Your response should be an exact transcription of the data, images excluded.

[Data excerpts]
_____

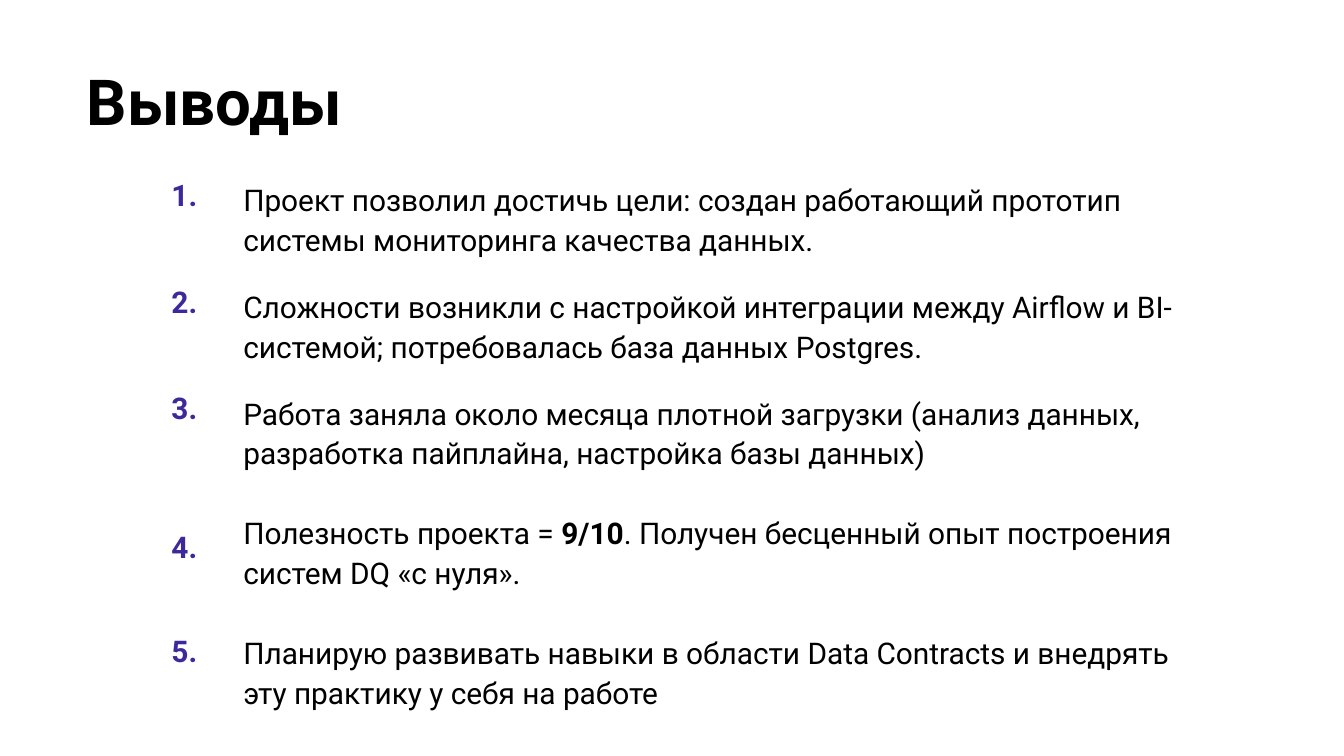
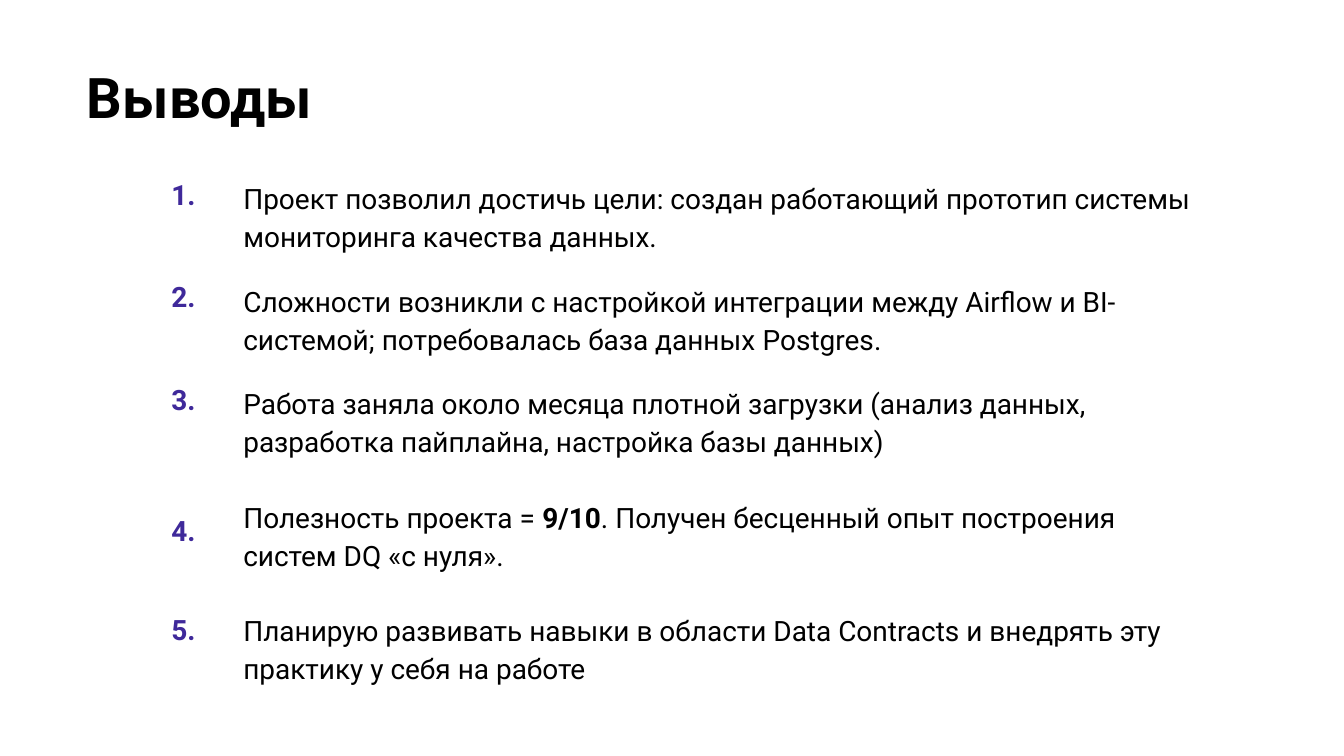
Before and after one commit to Vesta080283/customer-360-dq-project, a slide deck: slide 13 of presentation/Проект сквозного аудита качества данных в домене Customer 360.pptx (slide 10 before the commit). Drawn at 1344x756 pixels with LibreOffice and Linux fonts; fonts in the diff are those of the drawing; background and template pictures are left out. Boxes give left, top, right and bottom in pixels: in the first picture for what was removed or moved away, otherwise in the second. Text is boxed around its words. In the diff, an @@ line names an element or a change of style, - is before the commit and + after.

```diff
--- a/presentation/Проект сквозного аудита качества данных в домене Customer 360.pptx
+++ b/presentation/Проект сквозного аудита качества данных в домене Customer 360.pptx
@@ title "Выводы" at [87, 78, 312, 127]: size 34 to 30 pt @@
@@ table at [142, 165, 1207, 756] @@
@@ size 16 to 15 pt @@
```
Also in this commit, not shown: 5 other slides changed, 3 slides added, 1 slide removed, 3 other files.
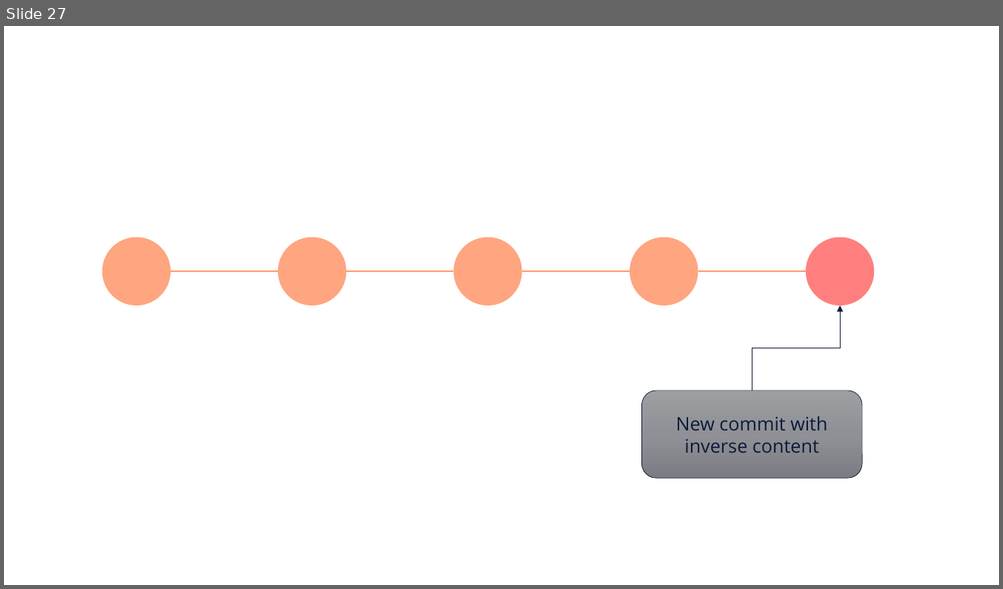
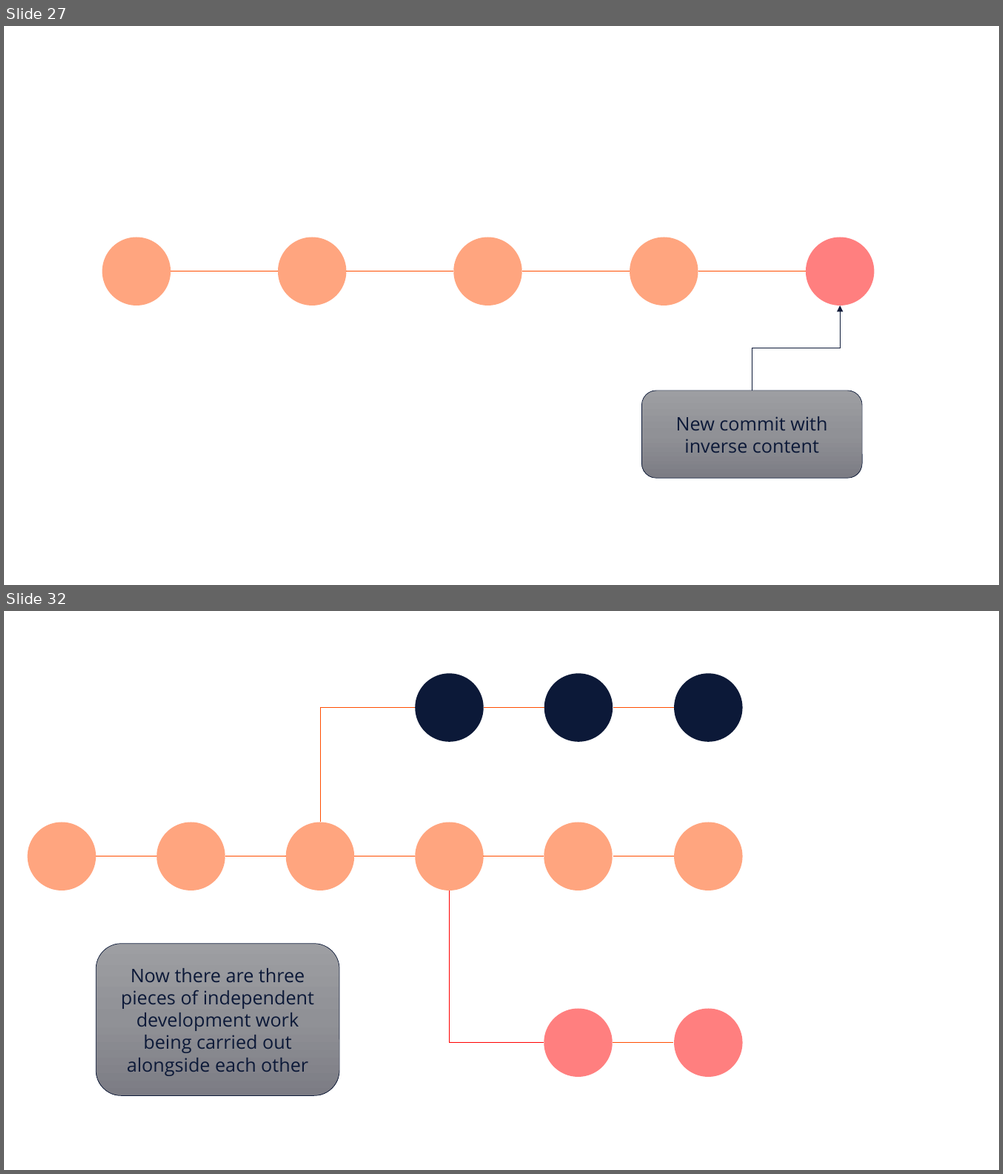
Before and after one commit to e815135/Shiny-App-Project, a slide deck: making basic workflow diagram.pptx. Shown one above the other, each under a label of ours: slide 27 before the commit, slides 27 and 32 after it; the slides between them are not shown. The pictures are 1003x589 and 1003x1174 pixels, drawn with LibreOffice and Linux fonts; fonts in the diff are those of the drawing. Boxes give left, top, right and bottom in pixels: in the first picture for what was removed or moved away, otherwise in the second. Text is boxed around its words. In the diff, an @@ line names an element or a change of style, - is before the commit and + after.

```diff
--- a/making basic workflow diagram.pptx
+++ b/making basic workflow diagram.pptx
@@ slide 32 added at (4, 611, 999, 1170), background #FFFFFF @@
@@ ellipse added at (415, 674, 484, 742), fill #0C1938 @@
@@ ellipse added at (544, 674, 613, 742), fill #0C1938 @@
@@ ellipse added at (674, 674, 743, 742), fill #0C1938 @@
@@ elbow line added from (320, 822) to (415, 708), #FF4D00 0.5 pt @@
@@ line added from (484, 708) to (544, 708), #FF4D00 0.5 pt @@
@@ line added from (614, 708) to (674, 708), #FF4D00 0.5 pt @@
@@ ellipse added at (415, 822, 484, 891), fill #FF4D00 at 50% opacity @@
@@ ellipse added at (544, 822, 613, 891), fill #FF4D00 at 50% opacity @@
@@ ellipse added at (674, 822, 743, 891), fill #FF4D00 at 50% opacity @@
@@ group added at (27, 822, 355, 891): 3 ellipses, 2 lines @@
@@ line added from (354, 857) to (415, 857), #FF4D00 0.5 pt @@
@@ line added from (483, 857) to (544, 857), #FF4D00 0.5 pt @@
@@ line added from (614, 857) to (674, 857), #FF4D00 0.5 pt @@
@@ elbow line added from (449, 891) to (544, 1043), #FF0000 0.5 pt @@
@@ rounded rectangle added at (96, 944, 339, 1096), fill gradient #9E9EA3 to #909196 to #7C7D84, outline #0C1938 0.5 pt, 18 pt, text #0C1938 @@
+Now there are three pieces of independent development work being carried out alongside each other
@@ ellipse added at (544, 1008, 613, 1077), fill #FF0000 at 50% opacity @@
@@ ellipse added at (674, 1008, 743, 1077), fill #FF0000 at 50% opacity @@
@@ line added from (612, 1043) to (673, 1043), #FF4D00 0.5 pt @@
```
Also in this commit, not shown: 4 other slides added, 9 other files.
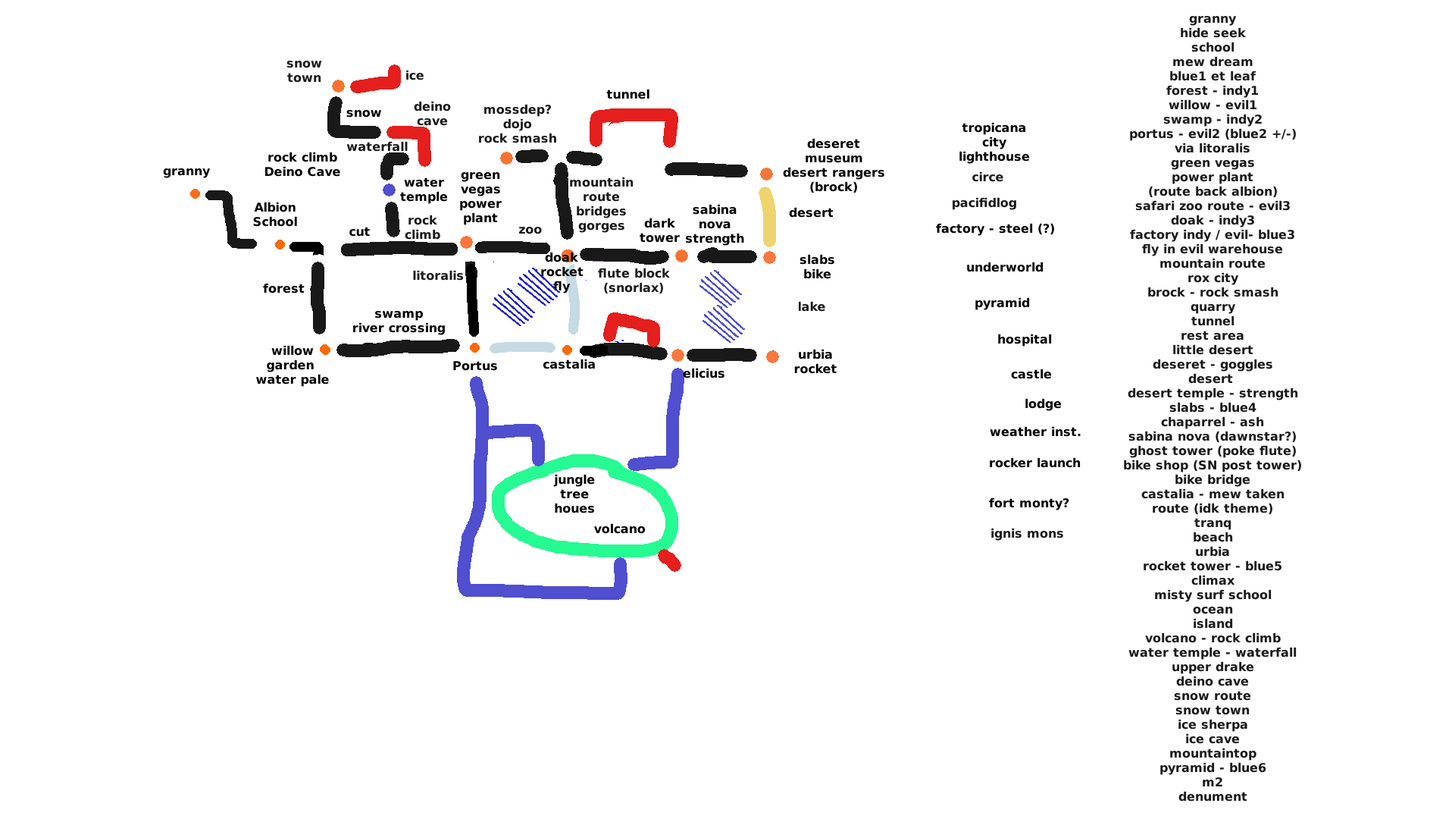
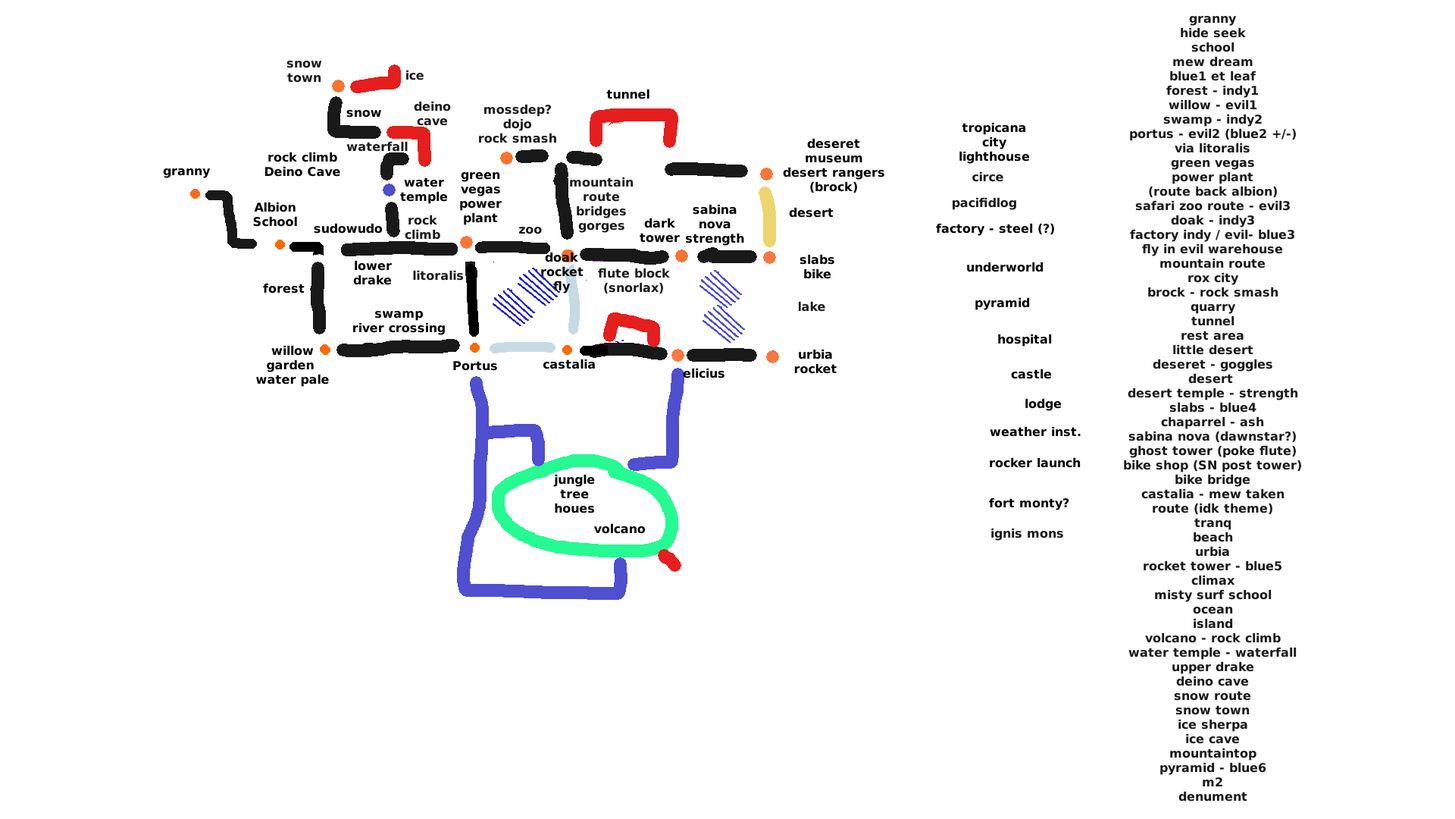
Before/after of a 1455 × 819 layered artwork. What changed in the layer stack:
added layer "lower ..." above "sudowudo" over [353, 259, 392, 286]
renamed "cut" to "sudowudo", painted on it over [313, 222, 383, 237]

_____

#### WRITTEN REPLY:
Before and after one commit to Vesta080283/customer-360-dq-project, a slide deck: slide 13 of presentation/Проект сквозного аудита качества данных в домене Customer 360.pptx (slide 10 before the commit). Drawn at 1344x756 pixels with LibreOffice and Linux fonts; fonts in the diff are those of the drawing; background and template pictures are left out. Boxes give left, top, right and bottom in pixels: in the first picture for what was removed or moved away, otherwise in the second. Text is boxed around its words. In the diff, an @@ line names an element or a change of style, - is before the commit and + after.

```diff
--- a/presentation/Проект сквозного аудита качества данных в домене Customer 360.pptx
+++ b/presentation/Проект сквозного аудита качества данных в домене Customer 360.pptx
@@ title "Выводы" at [87, 78, 312, 127]: size 34 to 30 pt @@
@@ table at [142, 165, 1207, 756] @@
@@ size 16 to 15 pt @@
```
Also in this commit, not shown: 5 other slides changed, 3 slides added, 1 slide removed, 3 other files.
Before and after one commit to e815135/Shiny-App-Project, a slide deck: making basic workflow diagram.pptx. Shown one above the other, each under a label of ours: slide 27 before the commit, slides 27 and 32 after it; the slides between them are not shown. The pictures are 1003x589 and 1003x1174 pixels, drawn with LibreOffice and Linux fonts; fonts in the diff are those of the drawing. Boxes give left, top, right and bottom in pixels: in the first picture for what was removed or moved away, otherwise in the second. Text is boxed around its words. In the diff, an @@ line names an element or a change of style, - is before the commit and + after.

```diff
--- a/making basic workflow diagram.pptx
+++ b/making basic workflow diagram.pptx
@@ slide 32 added at (4, 611, 999, 1170), background #FFFFFF @@
@@ ellipse added at (415, 674, 484, 742), fill #0C1938 @@
@@ ellipse added at (544, 674, 613, 742), fill #0C1938 @@
@@ ellipse added at (674, 674, 743, 742), fill #0C1938 @@
@@ elbow line added from (320, 822) to (415, 708), #FF4D00 0.5 pt @@
@@ line added from (484, 708) to (544, 708), #FF4D00 0.5 pt @@
@@ line added from (614, 708) to (674, 708), #FF4D00 0.5 pt @@
@@ ellipse added at (415, 822, 484, 891), fill #FF4D00 at 50% opacity @@
@@ ellipse added at (544, 822, 613, 891), fill #FF4D00 at 50% opacity @@
@@ ellipse added at (674, 822, 743, 891), fill #FF4D00 at 50% opacity @@
@@ group added at (27, 822, 355, 891): 3 ellipses, 2 lines @@
@@ line added from (354, 857) to (415, 857), #FF4D00 0.5 pt @@
@@ line added from (483, 857) to (544, 857), #FF4D00 0.5 pt @@
@@ line added from (614, 857) to (674, 857), #FF4D00 0.5 pt @@
@@ elbow line added from (449, 891) to (544, 1043), #FF0000 0.5 pt @@
@@ rounded rectangle added at (96, 944, 339, 1096), fill gradient #9E9EA3 to #909196 to #7C7D84, outline #0C1938 0.5 pt, 18 pt, text #0C1938 @@
+Now there are three pieces of independent development work being carried out alongside each other
@@ ellipse added at (544, 1008, 613, 1077), fill #FF0000 at 50% opacity @@
@@ ellipse added at (674, 1008, 743, 1077), fill #FF0000 at 50% opacity @@
@@ line added from (612, 1043) to (673, 1043), #FF4D00 0.5 pt @@
```
Also in this commit, not shown: 4 other slides added, 9 other files.
Before/after of a 1455 × 819 layered artwork. What changed in the layer stack:
added layer "lower ..." above "sudowudo" over [353, 259, 392, 286]
renamed "cut" to "sudowudo", painted on it over [313, 222, 383, 237]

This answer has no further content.